▸ WORK TASK
The answer should be a single number: how many lines of the entries below hold the word "block".

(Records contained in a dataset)
▶
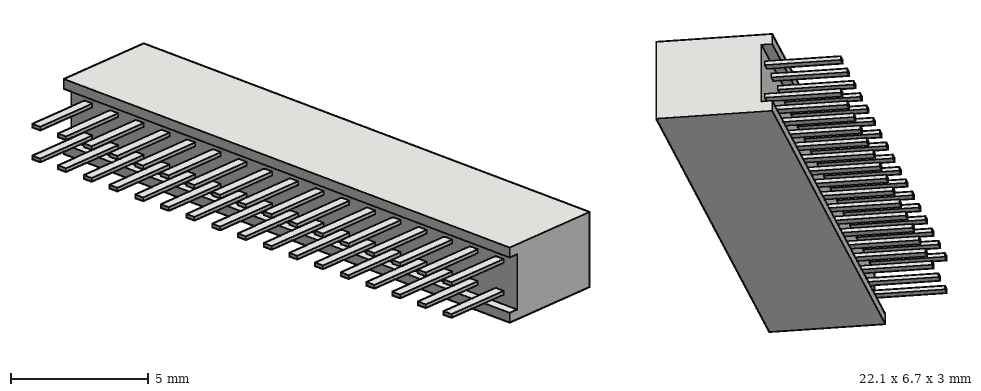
import cadquery as cq

body_length = 22.05
body_height = 3.0
body_depth = 4.3
lip_thickness = 0.4
channel_depth = 0.4

pin_columns = 17
end_margin = 0.85
pin_pitch = (body_length - 2 * end_margin) / (pin_columns - 1)
row_spacing = pin_pitch
pin_width = 0.4
pin_thickness = 0.15
pin_root = 0.4
overall_depth = 6.7

body_front = overall_depth - body_depth
channel_floor = body_front + channel_depth
channel_height = body_height - 2 * lip_thickness


def block(x_size, z_size, y_start, y_end):
    """Box centred on X and Z, running along Y from y_start to y_end."""
    box = cq.Workplane("XY").box(x_size, y_end - y_start, z_size, centered=(True, False, True))
    return box.translate((0, y_start, 0))


def make_housing():
    body = block(body_length, body_height, body_front, overall_depth)
    channel = block(body_length, channel_height, body_front, channel_floor)
    return body.cut(channel)


def add_pins(housing):
    pin = block(pin_width, pin_thickness, 0, channel_floor + pin_root)
    for column in range(pin_columns):
        x = end_margin - body_length / 2 + column * pin_pitch
        for z in (-row_spacing / 2, row_spacing / 2):
            housing = housing.union(pin.translate((x, 0, z)))
    return housing


result = add_pins(make_housing())
◀
▸ ANSWER BOX
4